HANOI • A Vietnamese translation of founding prime minister Lee Kuan Yew's memoirs was launched here yesterday, on the second anniversary of his death. Called The Singapore Story: Memoirs Of Lee Kuan Yew, it was translated and published by Omega Books and the Vietnam Intellectual Cooperation Centre.
Mr Lee was the first senior Singapore leader to visit Vietnam in 1992, during the initial stages of the country's Doi Moi reform period.
He developed a keen interest in the country and close friendships with many Vietnamese leaders, including the Communist Party of Vietnam's then General Secretary Do Muoi, who visited Singapore in 1993, Parliamentary Secretary for Culture, Community and Youth Baey Yam Keng said at the book launch.
"Mr Lee had laid the foundation on which our excellent bilateral relations rest upon today... With this book, more Vietnamese friends will be able to learn about the Singapore story, deepening the understanding and relations between our peoples," Mr Baey said at the event held at the Hoa Binh Hotel.
Remembering Mr Lee Kuan Yew
PRIME MINISTER LEE HSIEN LOONG, in a speech at an official dinner hosted by Vietnam Prime Minister Nguyen Xuan Phuc:
"The Vietnamese language version of Mr Lee Kuan Yew's memoirs was launched this afternoon. It was a meaningful occasion and a meaningful day to choose because today is the 2nd anniversary of Mr Lee's passing. Mr Lee would have been very happy to see this close friendship between our countries and leaders flourishing beyond him, and developing from the foundations that he laid."

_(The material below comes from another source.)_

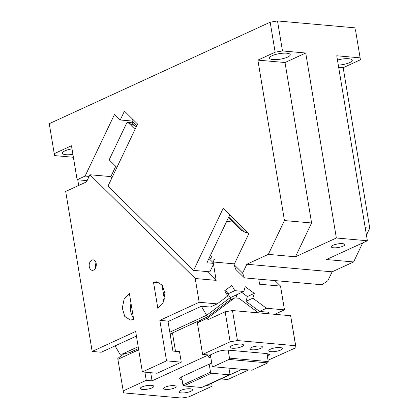 <?xml version="1.0" encoding="UTF-8"?>
<svg xmlns="http://www.w3.org/2000/svg" width="419" height="419" viewBox="0 0 419 419"><rect width="100%" height="100%" fill="white"/><g stroke="black" fill="none" stroke-linecap="round" stroke-linejoin="round"><path stroke-width="0.63" d="M208.94 258.533L213.889 263.41L209.877 271.826L193.594 270.375L108.008 186.062L137.579 124.066L124.459 111.135L120.232 119.991L131.865 121.028L132.54 123.254L136.233 126.889M234.053 264.672L242.611 273.104L244.377 277.876L235.818 269.448L234.053 264.672L248.839 233.676L223.165 208.379L193.594 270.375M228.921 216.644L244.528 232.021L240.846 229.958L228.413 217.707M120.232 119.991L114.528 114.371L85.094 176.08L77.117 179.746L87.115 180.631M136.741 125.831L131.865 121.028L132.708 119.258M244.528 232.021L246.262 232.844L246.817 231.681M246.262 232.844L248.174 233.016M244.377 277.876L321.912 284.768L327.899 280.688L332.126 271.821L246.843 264.242L268.322 254.375L284.449 220.562L311.584 222.971L285.025 62.531L257.889 60.116L284.449 220.562M270.182 22.191L275.147 52.186L282.474 50.945L277.509 20.95L270.182 22.191L49.264 123.678L54.229 153.679L71.492 145.749L77.117 179.746M77.756 179.803L78.699 185.476M72 148.839A10.512 2.792 170.6 0 0 62.394 153.254A10.512 2.792 170.6 0 0 65.862 154.711A10.512 2.792 170.6 0 0 72.911 154.344M54.229 153.679L54.653 155.606L73.398 157.272M282.474 50.945L305.734 53.014L336.357 237.997L295.458 256.784L268.322 254.375M295.458 256.784L311.584 222.971M305.734 53.014L285.025 62.531M338.295 65.113A10.512 2.792 170.6 0 0 352.269 60.189A10.512 2.792 170.6 0 0 348.802 58.733A10.512 2.792 170.6 0 0 337.457 60.037M355.469 29.77L360.434 59.77L355.469 29.77M360.01 57.838L336.75 55.769L367.374 240.752L326.469 259.544L353.61 261.954L362.697 242.9M366.431 235.069L369.736 228.14L365.216 227.742M360.434 59.77L343.177 67.7L338.657 67.297M343.177 67.7L369.736 228.14M336.357 237.997L367.374 240.752M277.509 20.95L355.045 27.843M275.147 52.186L257.889 60.116M272.973 59.566A10.512 2.792 170.6 0 0 284.328 58.262A10.512 2.792 170.6 0 0 290.247 54.674A10.512 2.792 170.6 0 0 286.779 53.223A10.512 2.792 170.6 0 0 275.419 54.522A10.512 2.792 170.6 0 0 269.501 58.11A10.512 2.792 170.6 0 0 272.973 59.566M333.571 247.781A6.835 1.812 170.6 0 0 340.956 246.932A6.835 1.812 170.6 0 0 344.8 244.602A6.835 1.812 170.6 0 0 342.548 243.654A6.835 1.812 170.6 0 0 335.163 244.502A6.835 1.812 170.6 0 0 331.319 246.833A6.835 1.812 170.6 0 0 333.571 247.781M353.61 261.954L332.126 271.821M242.611 273.104L246.843 264.242M213.889 263.41L206.913 262.792L229.764 214.879M85.094 176.08L89.116 176.436M131.011 303.366A13.665 9.187 -84.9 0 0 133.41 317.848M129.371 293.462L133.677 319.456L130.314 320.069L124.742 316.403L122.306 308.143L124.129 299.098L129.371 293.462M166.532 360.853L159.828 320.357L167.967 321.08L172.932 351.075L179.521 351.661L181.259 362.163L166.532 360.853L142.366 371.952L135.662 331.455L92.17 351.436L101.241 352.243L115.047 345.9L119.996 354.291L122.107 354.102L138.186 346.712M115.754 166.343L110.857 176.609L89.923 174.749L195.244 278.509L199.177 302.277L159.828 320.357M89.923 174.749L86.518 181.883L65.683 191.452L92.17 351.436M96.16 266.107A5.258 3.535 95.1 0 1 92.269 270.339A5.258 3.535 95.1 0 1 89.31 264.096A5.258 3.535 95.1 0 1 93.201 259.864A5.258 3.535 95.1 0 1 96.16 266.107M157.837 308.358L163.08 302.717L164.903 293.677L162.467 285.412L156.895 281.746L153.537 282.359L157.837 308.358M160.1 282.945L153.537 282.359M161.944 284.695L164.342 299.171M96.056 262.902A5.258 3.535 -84.9 0 0 95.511 264.646A5.258 3.535 -84.9 0 0 95.616 267.851M225.705 290.027L230.199 297.647C230.612 299.004 230.11 300.109 228.706 300.962L207.531 316.832L170.109 334.022M230.199 297.647L206.651 315.261L207.51 316.816M129.487 352.683L122.107 354.102M220.975 378.938L227.653 379.535L248.614 369.904M199.177 302.277L217.199 303.88L227.795 295.955L224.731 290.755L231.796 285.475L234.86 290.671L227.957 293.845M213.266 262.797L213.13 261.98L214.476 259.167L210.595 258.822L209.38 257.617M210.595 258.822L211.862 256.161L210.144 256.009M226.621 221.468L232.791 222.018M135.049 129.371L128.769 123.181L127.036 122.358L132.163 122.814M128.769 123.181L135.075 125.752M116.885 167.453L109.155 159.843L127.036 122.358M195.244 278.509L216.173 280.369L207.264 271.591M111.983 177.724L110.857 176.609M216.173 280.369L213.501 264.221M234.436 263.876L213.13 261.98M258.753 279.154L259.591 284.229L280.526 286.088L274.948 280.594M234.86 290.671L243.811 291.467L245.225 286.669L254.275 293.384L252.861 298.181L266.437 308.258L284.464 309.861L280.526 286.088M252.861 298.181L245.958 301.355L247.372 296.552L254.275 293.384M266.437 308.258L259.534 311.427L245.958 301.355M241.773 292.404L247.372 296.552M243.811 291.467L236.908 294.641L235.928 297.972M259.534 311.427L268.49 312.223L268.05 313.716M236.908 294.641L230.23 297.705M274.77 314.313L284.464 309.861M169.805 332.188L206.651 315.261L201.345 306.258L168.045 321.551M115.047 345.9L136.426 336.08M217.199 303.88L210.296 307.054L201.345 306.258M181.259 362.163L157.099 373.261L142.366 371.952M258.57 312.873L238.84 298.234L234.713 297.867L207.635 318.115L197.375 322.829L202.607 354.432L208.421 354.951L152.06 380.845L150.709 372.695M234.713 297.867L229.659 300.187M138.699 349.786L117.886 359.35L117.833 358.392L123.82 353.914M170.187 334.498L171.968 333.168M202 319.372L197.375 322.829M225.16 311.794L232.487 310.552L290.634 315.722L296.029 347.65L295.605 345.722L237.453 340.553L230.125 341.794L225.16 311.794L207.897 319.723L207.635 318.115M241.936 369.312L206.331 385.669L212.145 386.182L189.021 396.809L181.689 398.05L123.542 392.881L117.886 359.35M123.118 390.953L146.247 380.326L152.06 380.845M144.895 372.177L146.247 380.326M175.503 351.305L172.46 332.943M230.125 341.794L202.607 354.432M296.029 347.65L268.029 360.251M267.448 356.742L269.7 354.746L266.924 353.578L228.161 350.132C224.065 349.949 220.158 350.614 216.434 352.122L210.223 354.977L208.128 356.899L210.898 358.062L212.224 366.065L213.082 366.745L251.845 370.192L267.725 362.896L268.249 361.581L266.924 353.578M211.715 363.001L181.584 376.843L179.489 378.771L182.092 379.918M190.294 388.785A6.835 1.812 -9.4 0 1 192.546 389.728A6.835 1.812 -9.4 0 1 188.702 392.058A6.835 1.812 -9.4 0 1 181.317 392.907A6.835 1.812 -9.4 0 1 179.065 391.964A6.835 1.812 -9.4 0 1 182.909 389.628A6.835 1.812 -9.4 0 1 190.294 388.785M151.526 385.339A6.835 1.812 -9.4 0 1 153.783 386.281A6.835 1.812 -9.4 0 1 149.939 388.612A6.835 1.812 -9.4 0 1 142.554 389.461A6.835 1.812 -9.4 0 1 140.297 388.518A6.835 1.812 -9.4 0 1 144.146 386.187A6.835 1.812 -9.4 0 1 151.526 385.339M241.276 344.109A6.835 1.812 -9.4 0 1 243.528 345.052A6.835 1.812 -9.4 0 1 239.684 347.382A6.835 1.812 -9.4 0 1 232.299 348.231A6.835 1.812 -9.4 0 1 230.047 347.288A6.835 1.812 -9.4 0 1 233.891 344.957A6.835 1.812 -9.4 0 1 241.276 344.109M280.044 347.555A6.835 1.812 -9.4 0 1 282.296 348.498A6.835 1.812 -9.4 0 1 278.452 350.829A6.835 1.812 -9.4 0 1 271.067 351.677A6.835 1.812 -9.4 0 1 268.815 350.729A6.835 1.812 -9.4 0 1 272.659 348.399A6.835 1.812 -9.4 0 1 280.044 347.555M174.016 385.632A6.306 1.676 -9.4 0 1 176.1 386.507A6.306 1.676 -9.4 0 1 172.549 388.659A6.306 1.676 -9.4 0 1 165.735 389.44A6.306 1.676 -9.4 0 1 163.651 388.565A6.306 1.676 -9.4 0 1 167.202 386.418A6.306 1.676 -9.4 0 1 174.016 385.632M260.314 345.989A6.306 1.676 -9.4 0 1 262.394 346.864A6.306 1.676 -9.4 0 1 258.848 349.017A6.306 1.676 -9.4 0 1 252.029 349.797A6.306 1.676 -9.4 0 1 249.949 348.922A6.306 1.676 -9.4 0 1 253.5 346.77A6.306 1.676 -9.4 0 1 260.314 345.989M237.453 340.553L232.487 310.552M295.605 345.722L290.634 315.722M211.658 383.223L212.145 386.182M229.298 374.811L201.686 387.496L183.852 385.909L182.909 384.841L210.527 372.156L211.464 373.224L229.298 374.811L229.905 373.879L228.963 368.154M182.909 384.841L181.584 376.843M210.527 372.156L209.201 364.158M210.375 354.903L210.898 358.062M228.161 350.132L229.481 358.135L268.249 361.581M213.082 366.745L228.957 359.45L229.481 358.135M183.852 385.909L211.464 373.224M228.957 359.45L267.725 362.896M134.845 125.527L134.363 125.485M267.097 353.594L267.605 356.669M129.455 352.698L138.49 348.545"/></g></svg>

MR PHUC, in his toast at the dinner:
"(Mr Lee) was an excellent strategist of the Singaporean people and also a long-time friend of Vietnam. We will always remember that during the early days of Vietnam's reform, it was Prime Minister Lee Kuan Yew who was very persistent in giving Vietnam valuable and sincere advice that inspired Vietnam to reach its success today."
Mr Baey, a member of the delegation accompanying Prime Minister Lee Hsien Loong on his official visit to Vietnam, highlighted how the book gives insight into significant periods of Singapore's history, including the Japanese Occupation and the lead-up to independence.
"Mr Lee led the country through the most difficult periods in her history and tirelessly worked to transform it into the First World cosmopolitan city-state it is today," said Mr Baey, who also thanked the Vietnamese government on behalf of the Singapore Government for supporting the project.
Vietnamese Vice-Minister for Foreign Affairs Dang Dinh Quy said in response that his country's politicians appreciated Mr Lee's honest and far-sighted comments. "Many Vietnamese leaders remember Mr Lee Kuan Yew as an honest and a long-time (friend), and appreciate his honesty and sincerity towards Vietnam," he said in Vietnamese.
He added that many readers, from leaders to young people, would find the books interesting and useful. "Nothing can connect two countries more strongly and for a longer time than the knowledge and sharing of cultural values," he said.